January 24th, 2010 at 11:26 pm
“Song writing has such vast possibilities as an art form, but our brains are so bombarded with the normative verse/chorus/bridge form that it becomes difficult to think outside of those limitations.”
Totally in agreement. One of the things I like about this album is that the verse/chorus/verse/chorus formula is obviously avoided, but most of the arrangements are tight enough that they don’t feel ‘epic’. Epic is a good thing, but too much of it can be exhausting.

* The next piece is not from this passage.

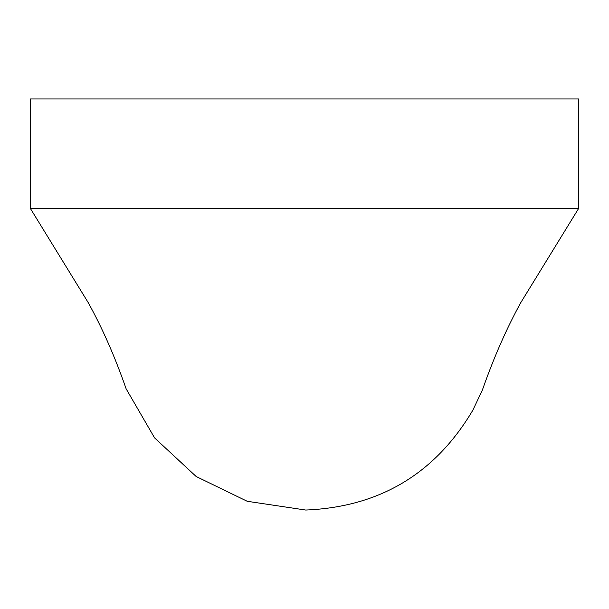 <?xml version="1.0" encoding="UTF-8"?>
<svg xmlns="http://www.w3.org/2000/svg" width="609" height="609" viewBox="0 0 609 609"><rect width="100%" height="100%" fill="white"/><g stroke="black" fill="none" stroke-linecap="round" stroke-linejoin="round"><path stroke-width="0.91" d="M578.55 98.962L578.55 208.582L30.45 208.582L30.45 98.962L578.55 98.962M578.55 208.59L520.885 302.445C506.673 328.236 493.838 357.422 482.397 389.996L472.85 410.177C435.229 473.718 379.521 507.008 305.718 510.037L247.201 501.283L196.167 476.512L154.595 437.909L126.139 388.839C114.949 356.729 102.274 327.931 88.115 302.445L30.45 208.59"/></g></svg>
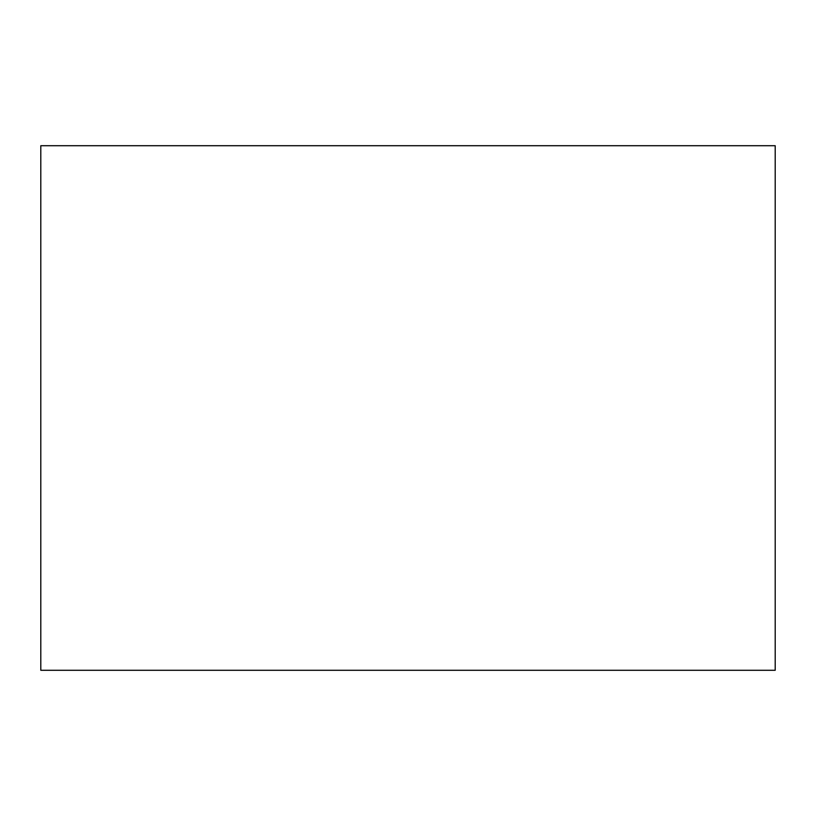 <?xml version="1.0" encoding="UTF-8"?>
<svg xmlns="http://www.w3.org/2000/svg" width="816" height="816" viewBox="0 0 816 816"><rect width="100%" height="100%" fill="white"/><g stroke="black" fill="none" stroke-linecap="round" stroke-linejoin="round"><path stroke-width="1.22" d="M40.8 145.717L40.8 670.283L775.2 670.283L775.2 145.717L40.8 145.717"/></g></svg>

January 25th, 2010 at 6:45 am
I should report, by way of addendum, that I went to the sTickLipS show at Cameo on Friday night, just past. I sort of expected, frankly, that there was no way that this band was going to be a “band,” which is to say there should have been no way that they really thought like a group entity, for being so young and having played out so few times. I assumed, based on the foregoing, that they were a studio creation. I am very pleased to say, therefore, that they were ridiculously tight, capable of turning on a dime, and shockingly confident too. I think maybe you can ONLY be this confident if you have played on the road for ten years, or if you are 21. It is a wholly admirable confidence. They leaned on the numbers from the album that use bass and drums, because now there is a genuine rhythm section, and Jo was a very passionate and moving lead singer. All in all, the live edition was somehow BETTER than the studio edition, because there were no gimmicks really, just some very strong playing, and a real commitment to the songs. I think, even more so now, that this is a band to watch.
July 6th, 2011 at 8:36 pm
A sad follow-up: Jonathan Nocera, Sticklips’ electric guitarist/producer, passed away this week after a long illness. Here’s part of the notice from the band’s Facebook page:
“While Sticklips will never be the same, JP will be with us always as a guiding light and an endless spring of inspiration.
“Our second album, which will be completed this fall, will be a monument to JP’s life and will devoutly follow his final instructions for the future of our music: “Keep it weird.”